A potential boon for both agriculture and the environment has been hiding right under the noses of Golden Gophers across the great white north. Sort of like suddenly realizing dandelions could revolutionize the way midesterners grow corn, a common member of the mustard family is being touted by University of Minnesota researchers as a must-have for all cold climate farmers. It’s a humble weed that goes by the name of pennycress.
Like most living things in Minnesota, pennycress has figured out how to adapt to the harsh winters of northern North America. Although it doesn’t appear that these adaptions include either burrowing into the sides of hills or drinking copious amounts of alcohol, as is the region’s tradition, the common weed has nonetheless figured out how to thrive in the winter.
So how would this help farmers, you ask? After the fall harvest has been taken in, the agricultural landscape is a vast swath of barren dirt fields with pieces of broken plant matter dropped across the earth like so many broken skeletons. With the plants all taken in and their root systems destroyed, winds and rains are free to wash the soil – and the accumulated pesticides and fertilizers stored within – out into the rivers and lakes nearby. The result is either poisonous runoff or drainage so fertile that algae blooms suck up all of the water’s oxygen, still killing off the indigenous wildlife.
So stringing two and two together, planting pennycress in fields after the last harvest of the year could prevent erosion and the resulting groundwater pollution. What’s more, with a bit of genetic modification, its seeds could be harvested for oil for biofuels and the crushed remains used for animal feed.
But before you get all up in a huff about genetic engineering, that’s not what the University of Minnesota is advocating for. They want to use tried and true methods of breeding to get to the domesticated version of pennycress that they want. Rather than taking hundreds of generations to get there, however, they’re hoping their knowledge of the plant’s genetics can get results in just a few years.
Because researchers have already identified all of the estimated 33,873 genes in the pennycress genome, they are confident that they can identify the genes responsible for its cold weather survival, amount of oil in its seeds, and nutrition in its husks. Then, rather than going in manually to change the genes, they’ll simply continue to breed the offspring of the plants with the mutations they’re looking for.
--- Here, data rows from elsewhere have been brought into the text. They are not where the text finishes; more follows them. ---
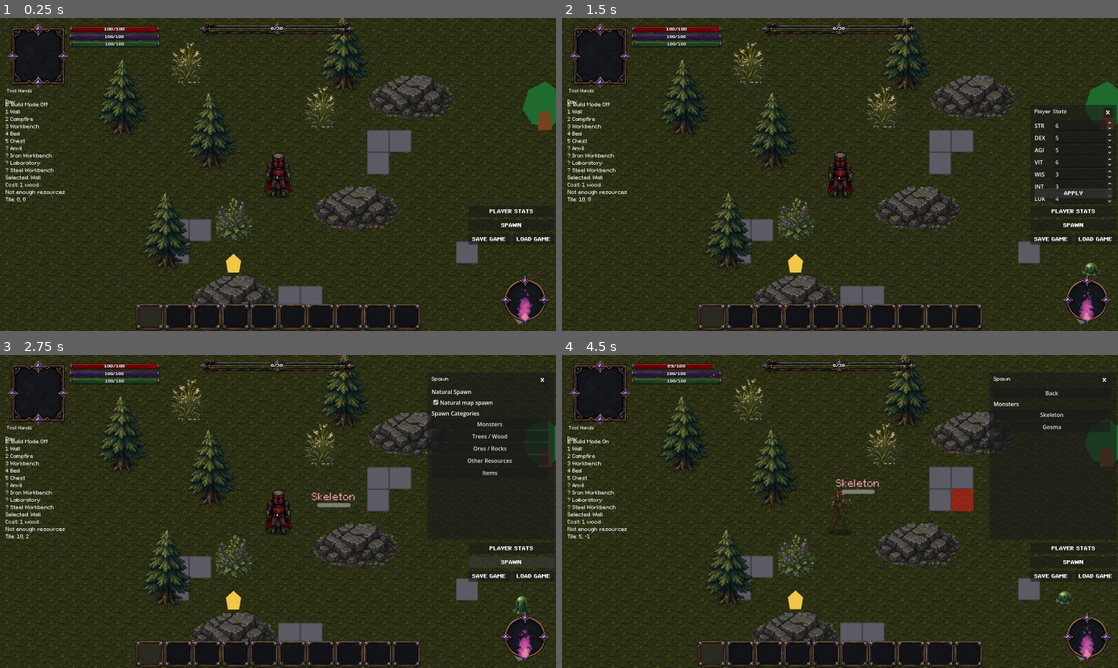
Above: before the commit, frames 1-4 (two rows, left to right).
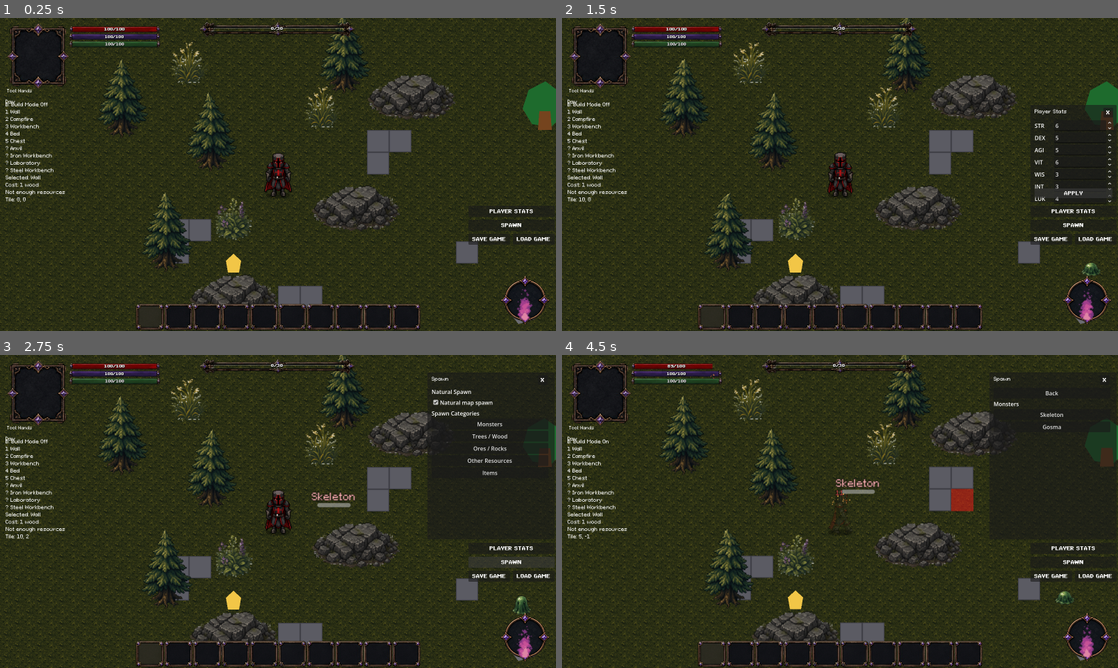
Above: after the commit, the same moments.

Repository: ramonsamagaio/Oathwake-Main
Game: Godot game, scene res://scenes/Main.tscn
Two runs of this game, one before a commit and one after it. Both use one fixed random seed, a clock stepped at 60 frames per second and the inputs below. This scene is started directly instead of the project's main scene.
Inputs (mouse positions are in pixels of both pictures, inside the frame that each line leads up to):
- Up to frame 1 (0.25 s): no input
- Up to frame 2 (1.5 s): click "PLAYER STATS" at 0.5 s; click "APPLY" at 1.25 s
- Up to frame 3 (2.75 s): click "SPAWN" at 2 s
- Up to frame 4 (4.5 s): click "Natural map spawn" at 2.75 s; click "Monsters" at 3.5 s; tap Enter at 4.25 s; move the mouse to (962, 495) at 4.27 s; hold D from 4.28 s (still down); tap B at 4.35 s; click (962, 495) at 4.42 s

The runs differ from the first frame. In frame 1, 0.2% of the frame differs, in the area x 17-99%, y 0-70%; in frame 2, 0.8%, in the area x 19-100%, y 0-72%; in frame 3, 0.8%; in frame 4, 0.8%.

Commit message:
Update foliage wind scene defaults

Diff:
--- a/scenes/effects/settings/FoliageWindSettings.tscn
+++ b/scenes/effects/settings/FoliageWindSettings.tscn
@@ -21,12 +21,12 @@
 effect_enabled = true
 large_resource_ids = PackedStringArray("tree", "oak_tree", "ash_tree", "maple_tree", "walnut_tree", "ebony_tree", "ironwood_tree")
 small_resource_ids = PackedStringArray("fiber_bush", "herb_bush", "berry_bush")
-large_amplitude = 0.075
-large_rotation_strength = 1.0
+large_amplitude = 0.1
+large_rotation_strength = 1.15
 large_rotation_pivot = Vector2(0.5, 1)
-small_amplitude = 0.12
-small_rotation_strength = 1.35
+small_amplitude = 0.16
+small_rotation_strength = 1.5
 small_rotation_pivot = Vector2(0.5, 1)
-time_scale = 0.2
+time_scale = 0.28
 noise_scale = 0.004
 noise_texture = SubResource("NoiseTexture2D_foliage")

When you think about it, humans have been participating in genetic engineering ever since we started farming. Cabbage, broccoli, brussel sprouts, and cauliflower are all decedents of the exact same plant, for example. By picking and choosing traits that are desirable, humans have slowly molded them into different species. Is going in manually and changing a plant’s genetics instantaneously rather than over thousands of years really so different?
What’s more, this story is the perfect example of why basic research is so important. It just so happens that pennycress is extremely similar genetically to Arabidopsis thaliana – the “lab rat” of the plant science world. Although there weren’t necessarily immediately identifiable benefits to sequencing the genome of A. thaliana and cataloguing its genes, scientists went ahead and did it anyway. And what do you know, years later, that knowledge is essential to quickly producing a desirable agriculture plant.
A lot of the seemingly useless research out there isn’t so useless afterall.
“This is a perfect example of using knowledge gained from basic research to find practical solutions to problems facing society,” said David Marks, professor of plant biology at the University of Minnesota.
The study, “De novo assembly of the pennycress (Thlaspi arvense) transcriptome provides tools for the development of a winter cover crop and biodiesel feedstock,” was published in The Plant Journal by Marks, plant biology graduate student Kevin Dorn, colleague professor of plant biology Don Wyse, and Johnathon Fankhauser, all of the University of Minnesota.